Strange ptx output, removes tma

Hello, there’s an example in §7.29.1 (the section on TMA) of the Cuda C++ manual which I compiled and got what to me seemed like strange results. Here’s a gist I made with the source and the ptx. (I had to adjust a couple details bcs my machine doesn’t have the <cuda/ptx> header.)

The short version is that it does not use cp.async.bulk at all for the gmem ~> smem direction, but it does in the other direction.

My compilation command was nvcc tma_example.cu -ptx -src-in-ptx -arch=sm_90. My version info is

nvcc: NVIDIA (R) Cuda compiler driver
Copyright (c) 2005-2023 NVIDIA Corporation
Built on Mon_Apr__3_17:16:06_PDT_2023
Cuda compilation tools, release 12.1, V12.1.105
Build cuda_12.1.r12.1/compiler.32688072_0

If I put the same source into Godbolt (using nvcc 12.4.1), it does what I expect and the copies in both directions use cp.async.bulk.

seems like there was a change between CUDA 12.1 and 12.4 in this respect.
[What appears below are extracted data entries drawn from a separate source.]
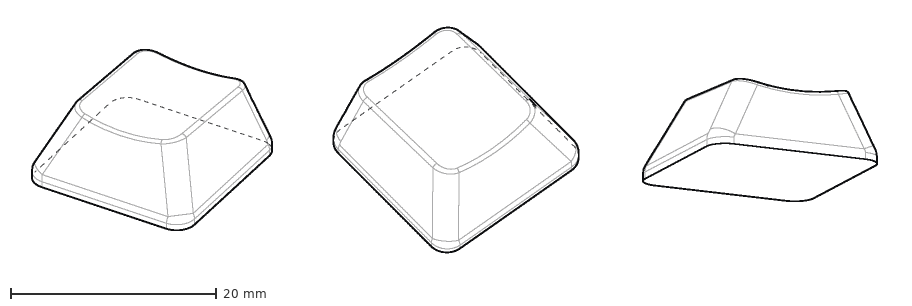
import cadquery as cq
import math

base_size = 18.16
skirt_height = 1.05

side_lean = 24.9
front_lean = 27.9
back_lean = 4.8
blank_height = 8.6

corner_radius = 2.0
shoulder_radius = 1.5

dish_radius = 22.0
dish_floor_height = 6.74
dish_tilt = 2.8
rim_radius = 0.45


def rectangle_wire(half_width, front_y, back_y, front_z, back_z):
    """Rectangle centred on X = 0 whose front and back edges can differ in height."""
    corners = [
        cq.Vector(-half_width, front_y, front_z),
        cq.Vector(half_width, front_y, front_z),
        cq.Vector(half_width, back_y, back_z),
        cq.Vector(-half_width, back_y, back_z),
    ]
    return cq.Wire.makePolygon(corners, close=True)


def sharp_blank():
    """Square skirt below a body that tapers to a rectangle lying parallel to the dish floor."""
    half_base = base_size / 2
    rise = blank_height - skirt_height
    fall = math.tan(math.radians(dish_tilt))
    side_slope = math.tan(math.radians(side_lean))
    front_slope = math.tan(math.radians(front_lean))
    back_slope = math.tan(math.radians(back_lean))

    top_half_width = half_base - rise * side_slope
    top_front_y = (rise * front_slope - half_base) / (1 + fall * front_slope)
    top_back_y = (half_base - rise * back_slope) / (1 - fall * back_slope)

    bottom = rectangle_wire(half_base, -half_base, half_base, skirt_height, skirt_height)
    top = rectangle_wire(
        top_half_width,
        top_front_y,
        top_back_y,
        blank_height - fall * top_front_y,
        blank_height - fall * top_back_y,
    )
    body = cq.Solid.makeLoft([bottom, top], True)
    skirt = cq.Workplane("XY").rect(base_size, base_size).extrude(skirt_height)
    return skirt.union(cq.Workplane(body))


def round_blank(blank):
    """Round corners and shoulders in one operation, so that they blend where they meet."""
    solid = blank.solids().val()
    rounding = cq.occ_impl.shapes.BRepFilletAPI_MakeFillet(solid.wrapped)
    height_tolerance = 0.001
    least_upright_slope = 0.5
    for edge in solid.Edges():
        is_upright = abs(edge.tangentAt(0).z) > least_upright_slope
        is_shoulder = not is_upright and abs(edge.Center().z - skirt_height) < height_tolerance
        if is_upright:
            rounding.Add(corner_radius, edge.wrapped)
        elif is_shoulder:
            rounding.Add(shoulder_radius, edge.wrapped)
    return cq.Workplane(cq.Shape.cast(rounding.Shape()))


def dish_cutter():
    """Cylinder along Y, tilted about the point of its lowest line at Y = 0."""
    return (
        cq.Workplane("XZ", origin=(0, 0, dish_floor_height + dish_radius))
        .circle(dish_radius)
        .extrude(base_size, both=True)
        .rotate((0, 0, dish_floor_height), (1, 0, dish_floor_height), -dish_tilt)
    )


def round_rim(cap):
    """Round the outline of the dish."""
    dish_floor = cap.faces(cq.selectors.NearestToPointSelector((0, 0, dish_floor_height)))
    return dish_floor.edges().fillet(rim_radius)


key_cap = round_blank(sharp_blank())
key_cap = key_cap.cut(dish_cutter())
result = round_rim(key_cap).solids()
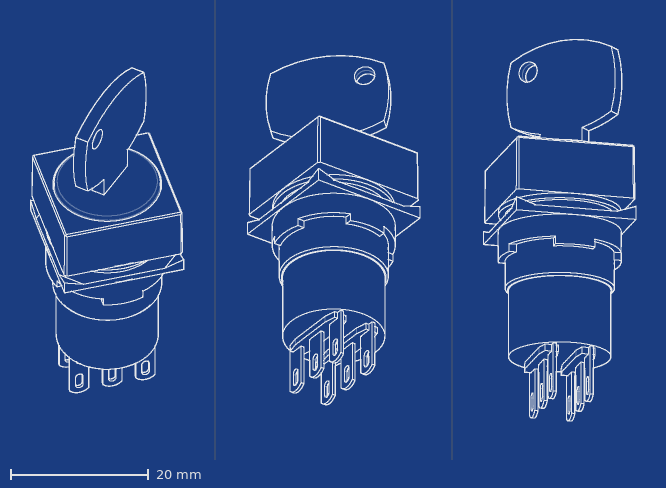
import cadquery as cq
import math

BARREL_BOTTOM = 7.95
SLEEVE_BOTTOM = 18.0
NUT_TEETH_BOTTOM = 22.4
NUT_BOTTOM = 23.6
FLANGE_BOTTOM = 26.9
FLANGE_TOP = 27.9
FLANGE_CORNER_TOP = 28.9
COLLAR_BOTTOM = 29.4
CAP_BOTTOM = 30.15
CAP_TOP = 38.25
DIAL_TOP = 38.75
KEY_TOP = 55.6

BARREL_RADIUS = 7.45
SLEEVE_RADIUS = 7.95
SLEEVE_CHAMFER = 0.35
COLLAR_RADIUS = 8.9
CAP_SIDE = 17.9
CAP_DRAFT_ANGLE = 0.7
CAP_CORNER_CHAMFER = 0.35
CAP_TOP_CHAMFER_DROP = 0.3
CAP_TOP_CHAMFER_INSET = 0.2

TERMINAL_PITCH = 5.0
TERMINAL_WIDTH = 2.9
TERMINAL_THICKNESS = 0.5
TERMINAL_TIP_SAG = 0.65
SLOT_WIDTH = 1.1
SLOT_LENGTH = 2.65
SLOT_BOTTOM = 1.0
PAD_OFFSET = 2.8
PAD_WIDTH = 2.8
PAD_LENGTH = 11.25
PAD_HEIGHT = 1.0
PAD_CORNER_WIDTH = 0.4
PAD_CORNER_LENGTH = 1.9

FLANGE_SIDE = 18.0
FLANGE_CORNER_LEG = 2.9
NUT_RADIUS = 8.95
TOOTH_WIDTH = 5.95

DIAL_RADIUS = 7.75
DIAL_FILLET = 0.45
DIAL_CLEARANCE = 0.15
RECESS_DEPTH = 1.0
KEY_THICKNESS = 2.0
KEY_ANGLE = -45
KEY_OFFSET = -0.8
STEM_WIDTH = 7.05
HEAD_WIDTH = 18.1
HEAD_CORNER_WIDTH = 16.75
HEAD_CORNER_DROP = 2.1
HEAD_CORNER_HEIGHT = 9.85
KEY_HOLE_DIAMETER = 3.0
KEY_HOLE_OFFSET = 5.5
KEY_HOLE_HEIGHT = 51.65

RECESS_FLOOR = CAP_TOP - RECESS_DEPTH


def cylinder(radius, bottom, top):
    return cq.Workplane("XY").workplane(offset=bottom).circle(radius).extrude(top - bottom)


def make_cap():
    """Square cap, narrowing slightly upward, with bevelled corners and top rim."""
    cap = (
        cq.Workplane("XY").workplane(offset=CAP_BOTTOM).rect(CAP_SIDE, CAP_SIDE)
        .extrude(CAP_TOP - CAP_BOTTOM, taper=CAP_DRAFT_ANGLE)
    )
    cap = cap.faces(">Z").edges().chamfer(CAP_TOP_CHAMFER_DROP, CAP_TOP_CHAMFER_INSET)
    bevel_side = (CAP_SIDE - CAP_CORNER_CHAMFER) * math.sqrt(2)
    corner_limit = (
        cq.Workplane("XY").workplane(offset=CAP_BOTTOM).rect(bevel_side, bevel_side)
        .extrude(CAP_TOP - CAP_BOTTOM, taper=CAP_DRAFT_ANGLE)
        .rotate((0, 0, 0), (0, 0, 1), 45)
    )
    return cap.intersect(corner_limit)


def make_pad(x):
    """Low pad under the barrel with its four corners cut off at a slant."""
    half_width = PAD_WIDTH / 2
    half_length = PAD_LENGTH / 2
    end_half_width = half_width - PAD_CORNER_WIDTH
    side_half_length = half_length - PAD_CORNER_LENGTH
    return (
        cq.Workplane("XY").workplane(offset=BARREL_BOTTOM - PAD_HEIGHT).center(x, 0)
        .moveTo(half_width, -side_half_length)
        .lineTo(half_width, side_half_length)
        .lineTo(end_half_width, half_length)
        .lineTo(-end_half_width, half_length)
        .lineTo(-half_width, side_half_length)
        .lineTo(-half_width, -side_half_length)
        .lineTo(-end_half_width, -half_length)
        .lineTo(end_half_width, -half_length)
        .close()
        .extrude(PAD_HEIGHT)
    )


def make_terminal(x, y):
    """Flat solder tag with a round tip and a slotted eye; its +X face lies at x."""
    half_width = TERMINAL_WIDTH / 2
    blade = (
        cq.Workplane("YZ").workplane(offset=x - TERMINAL_THICKNESS).center(y, 0)
        .moveTo(-half_width, BARREL_BOTTOM)
        .lineTo(-half_width, TERMINAL_TIP_SAG)
        .threePointArc((0, 0), (half_width, TERMINAL_TIP_SAG))
        .lineTo(half_width, BARREL_BOTTOM)
        .close()
        .extrude(TERMINAL_THICKNESS)
    )
    eye = (
        cq.Workplane("YZ").workplane(offset=x - TERMINAL_THICKNESS)
        .center(y, SLOT_BOTTOM + SLOT_LENGTH / 2)
        .slot2D(SLOT_LENGTH, SLOT_WIDTH, 90)
        .extrude(TERMINAL_THICKNESS)
    )
    return blade.cut(eye)


def make_housing():
    sleeve = cylinder(SLEEVE_RADIUS, SLEEVE_BOTTOM, COLLAR_BOTTOM)
    sleeve = sleeve.faces("<Z").edges().chamfer(SLEEVE_CHAMFER)
    housing = (
        make_cap()
        .union(cylinder(COLLAR_RADIUS, COLLAR_BOTTOM, CAP_BOTTOM))
        .union(sleeve)
        .union(cylinder(BARREL_RADIUS, BARREL_BOTTOM, SLEEVE_BOTTOM))
    )
    for x in (-PAD_OFFSET, PAD_OFFSET):
        housing = housing.union(make_pad(x))
        for row in (-1, 0, 1):
            housing = housing.union(make_terminal(x, row * TERMINAL_PITCH))
    return housing.cut(cylinder(DIAL_RADIUS + DIAL_CLEARANCE, RECESS_FLOOR, CAP_TOP))


def make_corner_trough(angle):
    """Flat-bottomed trough with sloping sides that rise to two opposite flange corners."""
    corner_reach = FLANGE_SIDE / math.sqrt(2)
    flat_reach = corner_reach - FLANGE_CORNER_LEG / math.sqrt(2)
    return (
        cq.Workplane("XZ")
        .moveTo(-flat_reach, FLANGE_TOP)
        .lineTo(flat_reach, FLANGE_TOP)
        .lineTo(corner_reach, FLANGE_CORNER_TOP)
        .lineTo(-corner_reach, FLANGE_CORNER_TOP)
        .close()
        .extrude(FLANGE_SIDE, both=True)
        .rotate((0, 0, 0), (0, 0, 1), angle)
    )


def make_flange():
    """Square flange whose four corners slope upward from a flat middle."""
    flange = (
        cq.Workplane("XY").workplane(offset=FLANGE_BOTTOM).rect(FLANGE_SIDE, FLANGE_SIDE)
        .extrude(FLANGE_CORNER_TOP - FLANGE_BOTTOM)
    )
    return flange.cut(make_corner_trough(45).intersect(make_corner_trough(135)))


def make_mounting_nut():
    """Flange and castellated ring around the sleeve."""
    teeth_height = NUT_BOTTOM - NUT_TEETH_BOTTOM
    cross = (
        cq.Workplane("XY").workplane(offset=NUT_TEETH_BOTTOM)
        .rect(2 * NUT_RADIUS, TOOTH_WIDTH).extrude(teeth_height)
        .union(
            cq.Workplane("XY").workplane(offset=NUT_TEETH_BOTTOM)
            .rect(TOOTH_WIDTH, 2 * NUT_RADIUS).extrude(teeth_height)
        )
    )
    teeth = cross.intersect(cylinder(NUT_RADIUS, NUT_TEETH_BOTTOM, NUT_BOTTOM))
    bore = cylinder(SLEEVE_RADIUS, NUT_TEETH_BOTTOM, FLANGE_CORNER_TOP)
    ring = cylinder(NUT_RADIUS, NUT_BOTTOM, FLANGE_BOTTOM)
    return make_flange().union(ring).union(teeth).cut(bore)


def make_key():
    """Key with a barrel-shaped head, standing upright across the dial."""
    half_stem = STEM_WIDTH / 2
    half_head = HEAD_WIDTH / 2
    half_corner = HEAD_CORNER_WIDTH / 2
    corner_top = KEY_TOP - HEAD_CORNER_DROP
    corner_bottom = corner_top - HEAD_CORNER_HEIGHT
    head_middle = (corner_top + corner_bottom) / 2
    head_bottom = corner_bottom - HEAD_CORNER_DROP
    head = (
        cq.Workplane("XZ")
        .moveTo(-half_corner, corner_bottom)
        .threePointArc((-half_head, head_middle), (-half_corner, corner_top))
        .threePointArc((0, KEY_TOP), (half_corner, corner_top))
        .threePointArc((half_head, head_middle), (half_corner, corner_bottom))
        .threePointArc((0, head_bottom), (-half_corner, corner_bottom))
        .close()
        .extrude(KEY_THICKNESS / 2, both=True)
    )
    stem = (
        cq.Workplane("XY").workplane(offset=DIAL_TOP).rect(STEM_WIDTH, KEY_THICKNESS)
        .extrude(head_middle - DIAL_TOP)
    )
    hole = (
        cq.Workplane("XZ").center(KEY_HOLE_OFFSET, KEY_HOLE_HEIGHT)
        .circle(KEY_HOLE_DIAMETER / 2).extrude(KEY_THICKNESS, both=True)
    )
    key = head.union(stem).cut(hole).translate((KEY_OFFSET, 0, 0))
    return key.rotate((0, 0, 0), (0, 0, 1), KEY_ANGLE)


def make_rotor():
    """Dial with the key standing on it."""
    dial = cylinder(DIAL_RADIUS, RECESS_FLOOR, DIAL_TOP)
    dial = dial.faces(">Z").edges().fillet(DIAL_FILLET)
    return dial.union(make_key())


housing = make_housing()
mounting_nut = make_mounting_nut()
rotor = make_rotor()
result = cq.Compound.makeCompound([housing.val(), mounting_nut.val(), rotor.val()])

If its of concern to you, you should move forward to CUDA 12.4. Here is godbolt on CUDA 12.1 (I also note that the 12.1 version of the programming guide corresponding to your 12.1 version nvcc doesn’t seem to have the same section describing TMA - the 12.1 programming guide doesn’t say much at all about TMA).

This topic was automatically closed 14 days after the last reply. New replies are no longer allowed.